Last updated March 21, 2023

In computer science, particularly the field of databases, the Thomas write rule is a rule in timestamp-based concurrency control. It can be summarized as ignore outdated writes.

It states that, if a more recent transaction has already written the value of an object, then a less recent transaction does not need to perform its write since the more recent one will eventually overwrite it.

The Thomas write rule is applied in situations where a predefined logical order is assigned to transactions when they start. For example, a transaction might be assigned a monotonically increasing timestamp when it is created. The rule prevents changes in the order in which the transactions are executed from creating different outputs: The outputs will always be consistent with the predefined logical order.

For example, consider a database with 3 variables (A, B, C), and two atomic operations C := A (T1), and C := B (T2). Each transaction involves a read (A or B), and a write (C). The only conflict between these transactions is the write on C. The following is one possible schedule for the operations of these transactions:

{\begin{bmatrix}T_{1}&T_{2}\\&Read(A)\\Read(B)&\\&Write(C)\\Write(C)&\\Commit&\\&Commit\end{bmatrix}}\Longleftrightarrow {\begin{bmatrix}T_{1}&T_{2}\\&Read(A)\\Read(B)&\\&Write(C)\\&\\Commit&\\&Commit\\\end{bmatrix}}

If (when the transactions are created) T1 is assigned a timestamp that precedes T2 (i.e., according to the logical order, T1 comes first), then only T2's write should be visible. If, however, T1's write is executed after T2's write, then we need a way to detect this and discard the write.

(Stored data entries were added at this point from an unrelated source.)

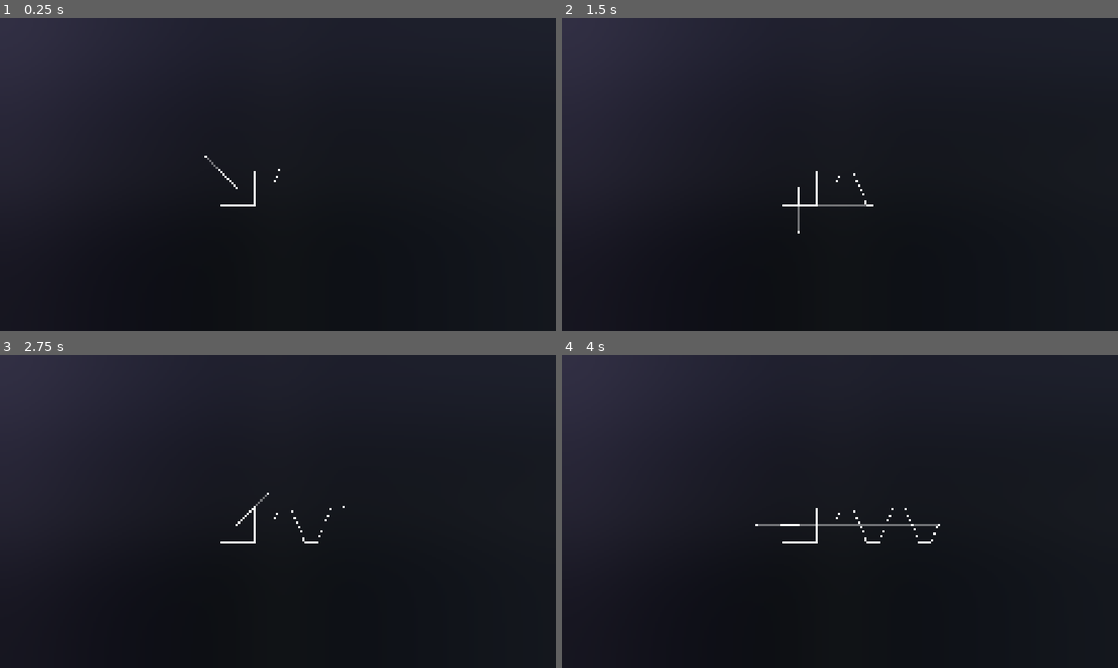
Above: before the commit, frames 1-4 (two rows, left to right).
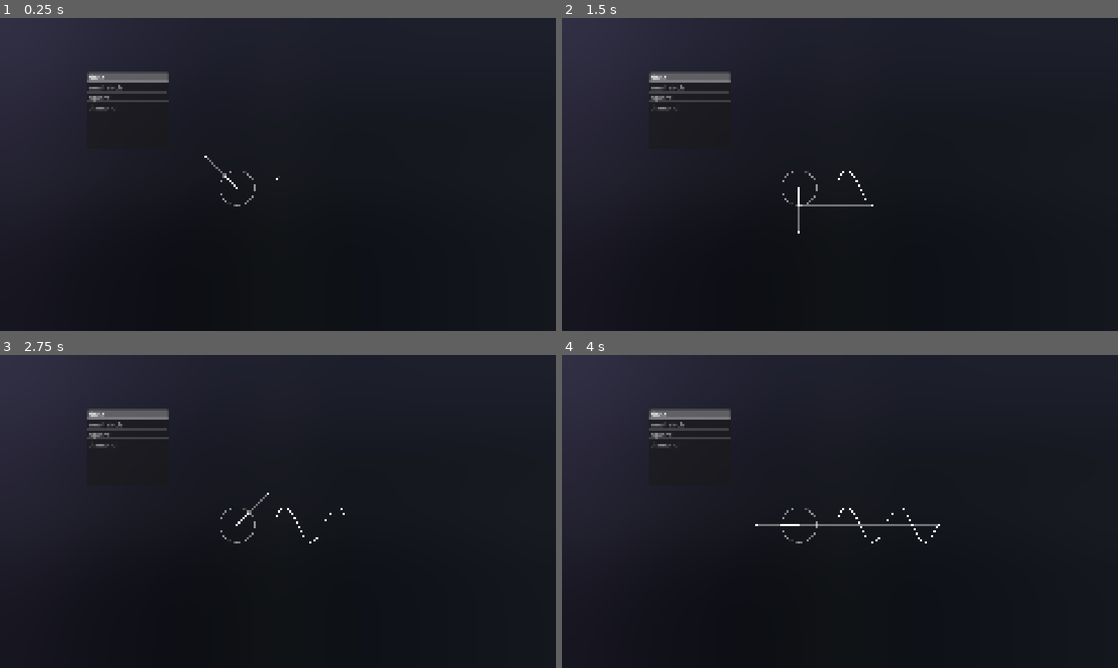
Above: after the commit, the same moments.

Repository: Jfred94/waveform-generator
Game: Godot game, scene res://Scenes/Game/game.tscn
Two runs of this game, one before a commit and one after it. Both use one fixed random seed, a clock stepped at 60 frames per second and the inputs below.
Inputs:
- Up to frame 1 (0.25 s): no input
- Up to frame 2 (1.5 s): tap Enter at 1.25 s
- Up to frame 3 (2.75 s): no input
- Up to frame 4 (4 s): no input

The runs differ from the first frame. In frame 1, 1.0% of the frame differs, in the area x 15-51%, y 17-61%; in frame 2, 1.0%; in frame 3, 1.0%; in frame 4, 1.1%, in the area x 15-68%, y 17-61%.

Commit message:
new shape & better visualization

Diff:
--- a/WaveformGenerator/Scenes/Game/TestVisualizer/test_visualizer.gd
+++ b/WaveformGenerator/Scenes/Game/TestVisualizer/test_visualizer.gd
@@ -1,6 +1,6 @@
 extends Node2D
 
-@onready var square = $square
+@onready var outline = $outline
 @onready var center = $"center circle"
 @onready var outer = $"outer circle"
 @onready var outside = $"outside circle"
@@ -9,6 +9,9 @@
 @onready var visualizer_circle = $"visualizer circle"
 @onready var visualizer_line = $"visualizer line"
 @onready var connector_line = $"connector line"
+@onready var shape_list = $ShapeList
+
+@export var shape_sprites: Array[Texture2D] = []
 
 var timer: float
 var radius = 80
@@ -16,7 +19,7 @@
 # Called when the node enters the scene tree for the first time.
 func _ready() -> void:
 	timer = 0.0
-
+	shape_list.select(0)
 
 # Called every frame. 'delta' is the elapsed time since the previous frame.
 func _process(delta: float) -> void:
@@ -30,7 +33,7 @@
 	var angle = timer * PI
 	if (angle > 2 * PI):
 		angle -= 2 * PI
-	outer.position = find_outside_position(angle, 2)
+	outer.position = find_outside_position(angle, shape_list.get_selected_items()[0])
 	inside_line.set_point_position(1, outer.position)
 
 	visualizer_circle.position = Vector2((2 + timer * 1.5) * radius, outer.position.y)
@@ -38,18 +41,21 @@
 	connector_line.set_point_position(0, outer.position)
 	connector_line.set_point_position(1, visualizer_circle.position)
 
+	outline.texture = shape_sprites[shape_list.get_selected_items()[0]]
+
 # 0 = circle
 # 1 = small circle
 # 2 = square
+# 3 = diamond
 func find_outside_position(angle: float, shape_type: int) ->  Vector2:
 
-	if (shape_type == 0):
+	if (shape_type == 0): # circle
 		return Vector2(-radius, 0).rotated(angle)
 
-	elif (shape_type == 1):
+	elif (shape_type == 1): # small circle
 		return Vector2(-radius * 0.5, 0).rotated(angle)
 
-	elif (shape_type == 2):
+	elif (shape_type == 2): # square
 		if (angle >= 0.0 && angle <= PI / 4.0):
 			return Vector2(-radius, -abs(tan(angle)) * radius)
 		elif (angle > PI / 4.0 && angle <= PI / 2.0):
@@ -67,5 +73,35 @@
 		else:
 			return Vector2(-radius, abs(tan((2 * PI) - angle)) * radius)
 
+	elif (shape_type == 3): # diamond
+		if (angle >= 0.0 && angle <= PI / 2.0):
+			var c = (3 * (PI / 4.0)) - angle
+			var aside = (radius * sin(PI / 4.0)) / sin(c)
+			var bside = (radius * sin(angle)) / sin(c)
+			var area = (aside * bside * sin(c)) / 2.0
+			var height = (2.0 * area) / radius
+			return Vector2(-radius + height, -height)
+		elif (angle > PI / 2.0 && angle <= PI):
+			var c = (3 * (PI / 4.0)) - (PI - angle)
+			var aside = (radius * sin(PI / 4.0)) / sin(c)
+			var bside = (radius * sin((PI - angle))) / sin(c)
+			var area = (aside * bside * sin(c)) / 2.0
+			var height = (2.0 * area) / radius
+			return Vector2(radius - height, -height)
+		elif (angle > PI && angle <= 3 * (PI / 2.0)):
+			var c = (3 * (PI / 4.0)) - (PI + angle)
+			var aside = (radius * sin(PI / 4.0)) / sin(c)
+			var bside = (radius * sin((PI + angle))) / sin(c)
+			var area = (aside * bside * sin(c)) / 2.0
+			var height = (2.0 * area) / radius
+			return Vector2(radius - height, height)
+		else:
+			var c = (3 * (PI / 4.0)) - ((2.0 * PI) - angle)
+			var aside = (radius * sin(PI / 4.0)) / sin(c)
+			var bside = (radius * sin(((2.0 * PI) - angle))) / sin(c)
+			var area = (aside * bside * sin(c)) / 2.0
+			var height = (2.0 * area) / radius
+			return Vector2(-radius + height, height)
+
 	else:
 		return Vector2.ZERO
--- a/WaveformGenerator/Scenes/Game/TestVisualizer/test_visualizer.tscn
+++ b/WaveformGenerator/Scenes/Game/TestVisualizer/test_visualizer.tscn
@@ -1,13 +1,18 @@
-[gd_scene load_steps=4 format=3 uid="uid://bxe26m8m6xp61"]
+[gd_scene load_steps=7 format=3 uid="uid://bxe26m8m6xp61"]
 
 [ext_resource type="Script" uid="uid://cnfh6t8okrkua" path="res://Scenes/Game/TestVisualizer/test_visualizer.gd" id="1_nkguh"]
+[ext_resource type="Texture2D" uid="uid://djnbtab758g0" path="res://Sprites/tv_bigcircle.png" id="2_6edpj"]
 [ext_resource type="Texture2D" uid="uid://22wkbwnopy7n" path="res://Sprites/tv_square.png" id="2_85g67"]
+[ext_resource type="Texture2D" uid="uid://bq6uynef2y473" path="res://Sprites/tv_smallcircle.png" id="3_h0er0"]
 [ext_resource type="Texture2D" uid="uid://dm2g724s5j4g8" path="res://Sprites/tv_circle.png" id="3_knai6"]
+[ext_resource type="Texture2D" uid="uid://ds0px2j3d0o4k" path="res://Sprites/tv_diamond.png" id="5_b6itu"]
 
 [node name="Test Visualizer" type="Node2D"]
 script = ExtResource("1_nkguh")
+shape_sprites = Array[Texture2D]([ExtResource("2_6edpj"), ExtResource("3_h0er0"), ExtResource("2_85g67"), ExtResource("5_b6itu")])
 
-[node name="square" type="Sprite2D" parent="."]
+[node name="outline" type="Sprite2D" parent="."]
+modulate = Color(1, 1, 1, 0.5372549)
 texture = ExtResource("2_85g67")
 
 [node name="center circle" type="Sprite2D" parent="."]
@@ -41,3 +46,15 @@
 points = PackedVector2Array(0, 0, 160, 0)
 width = 4.0
 default_color = Color(1, 1, 1, 0.40392157)
+
+[node name="ShapeList" type="ItemList" parent="."]
+offset_left = -692.0
+offset_top = -536.0
+offset_right = -314.0
+offset_bottom = -179.0
+theme_override_font_sizes/font_size = 30
+item_count = 4
+item_0/text = "circle"
+item_1/text = "small circle"
+item_2/text = "square"
+item_3/text = "diamond"
Binary file added: WaveformGenerator/Sprites/tv_bigcircle.png
Not shown, added: WaveformGenerator/Sprites/tv_bigcircle.png.import
Binary file added: WaveformGenerator/Sprites/tv_diamond.png
Not shown, added: WaveformGenerator/Sprites/tv_diamond.png.import
Binary file added: WaveformGenerator/Sprites/tv_smallcircle.png
Not shown, added: WaveformGenerator/Sprites/tv_smallcircle.png.import

One practical approach to this is to label each value with a write timestamp (WTS) that indicates the timestamp of the last transaction to modify the value. Enforcing the Thomas write rule only requires checking to see if the write timestamp of the object is greater than the time stamp of the transaction performing a write. If so, the write is discarded

In the example above, if we call TS(T) the timestamp of transaction T, and WTS(O) the write timestamp of object O, then T2's write sets WTS(C) to TS(T2). When T1 tries to write C, it sees that TS(T1) < WTS(C), and discards the write. If a third transaction T3 (with TS(T3) > TS(T2)) were to then write to C, it would get TS(T3) > WTS(C), and the write would be allowed.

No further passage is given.